Что же могло так повлиять на постепенное отдаление Людвига от Софии и в конце на разрыв помолвки? Одной из причин была неготовность самого Людвига связывать себя брачными узами, он не желал расставаться со своей свободой. Спустя много лет Людвиг признался, показывая своему другу Антону Хиршбергу апартаменты, которые предназначались для Софии, «что он никогда бы не смог вступить в новую и супружескую жизнь; это было несовместимо с его образом жизни».

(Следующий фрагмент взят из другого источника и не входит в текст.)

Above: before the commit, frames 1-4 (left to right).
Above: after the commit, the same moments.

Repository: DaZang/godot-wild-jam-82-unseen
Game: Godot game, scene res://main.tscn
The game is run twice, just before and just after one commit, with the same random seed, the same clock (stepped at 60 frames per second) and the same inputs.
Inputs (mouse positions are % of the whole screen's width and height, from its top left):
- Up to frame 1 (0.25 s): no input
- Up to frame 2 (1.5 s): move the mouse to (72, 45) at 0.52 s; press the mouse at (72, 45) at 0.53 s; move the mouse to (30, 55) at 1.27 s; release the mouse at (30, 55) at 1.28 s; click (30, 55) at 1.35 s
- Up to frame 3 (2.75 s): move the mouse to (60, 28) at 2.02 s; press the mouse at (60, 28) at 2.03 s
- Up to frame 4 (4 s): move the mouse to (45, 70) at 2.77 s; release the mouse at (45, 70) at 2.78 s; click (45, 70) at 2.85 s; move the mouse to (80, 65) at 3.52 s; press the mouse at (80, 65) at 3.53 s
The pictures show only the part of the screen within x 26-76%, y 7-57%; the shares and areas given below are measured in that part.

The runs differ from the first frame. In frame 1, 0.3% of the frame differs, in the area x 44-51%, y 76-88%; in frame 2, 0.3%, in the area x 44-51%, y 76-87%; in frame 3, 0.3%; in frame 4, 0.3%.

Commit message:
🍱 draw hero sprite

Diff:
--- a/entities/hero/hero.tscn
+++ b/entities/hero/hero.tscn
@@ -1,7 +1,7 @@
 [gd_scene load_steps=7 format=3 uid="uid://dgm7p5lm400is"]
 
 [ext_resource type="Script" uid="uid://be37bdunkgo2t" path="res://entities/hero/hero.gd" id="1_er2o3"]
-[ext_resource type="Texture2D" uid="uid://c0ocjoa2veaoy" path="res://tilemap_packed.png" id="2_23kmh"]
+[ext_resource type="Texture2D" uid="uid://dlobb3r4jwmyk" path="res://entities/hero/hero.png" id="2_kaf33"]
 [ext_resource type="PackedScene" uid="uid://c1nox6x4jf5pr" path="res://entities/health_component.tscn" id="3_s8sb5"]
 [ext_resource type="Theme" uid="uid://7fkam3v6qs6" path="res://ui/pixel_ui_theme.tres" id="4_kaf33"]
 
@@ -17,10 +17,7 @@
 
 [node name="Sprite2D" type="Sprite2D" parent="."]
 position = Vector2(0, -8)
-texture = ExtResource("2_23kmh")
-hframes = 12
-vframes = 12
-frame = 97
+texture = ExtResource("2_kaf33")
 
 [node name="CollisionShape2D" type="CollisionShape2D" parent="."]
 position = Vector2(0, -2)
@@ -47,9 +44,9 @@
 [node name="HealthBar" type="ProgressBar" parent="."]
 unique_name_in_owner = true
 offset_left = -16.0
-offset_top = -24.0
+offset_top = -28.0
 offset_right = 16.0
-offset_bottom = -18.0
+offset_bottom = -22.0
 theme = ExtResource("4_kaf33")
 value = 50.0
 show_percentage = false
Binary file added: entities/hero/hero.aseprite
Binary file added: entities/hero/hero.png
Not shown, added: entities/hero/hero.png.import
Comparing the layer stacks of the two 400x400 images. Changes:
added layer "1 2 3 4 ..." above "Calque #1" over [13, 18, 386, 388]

Вторая причина – это крушение его идеала, реальная София не соответствовала тому образу, который жил в его воображении, она оказалась не той женщиной, с которой он хотел бы связать свою жизнь, и он понял, что любит ее только как сестру. Мысль о браке с Софией была настолько ненавистна королю, что в своем эмоциональном порыве он высказал в письме к Козиме фон Бюлов 30 ноября 1867 года: «Я радостен и счастлив, чем когда-либо раньше, вчера, 29 ноября, я праздновал в своем сердце праздник воскресения, потому что не произошло страшного, бракосочетания с нелюбимым существом; я бы никогда не допустил этого, если бы не было возможности расторгнуть нашу помолвку по взаимному согласию, я был бы полон решимости покончить с собой, приняв синильную кислоту, как я счастлив теперь, что это не было необходимо». Вряд ли Людвиг действительно думал о самоубийстве, но одна лишь мысль о будущей семейной жизни с Софией подымала в нем бурю сиюминутных отрицательных эмоций.
Еще во время помолвки с Людвигом у Софии завязался роман с Эдгаром Ханфштенглем (1842–1910), сыном придворного фотографа Франца Ханфштенгля (1804–1877) и Франциски Ханфштенгль-Вегмайер. Эдгар в то время был 25-летним привлекательным, жизнерадостным молодым человеком, получил торговое образование в Лондоне и Штеттине, затем работал в Азии в чайной компании «Кларк». В 1867 году Эдгар вернулся в Мюнхен и помогал отцу по работе в фотоателье, которое обслуживало членов королевского двора и состоятельных горожан. Через полгода Эдгар стал его владельцем и развил в художественное издательство.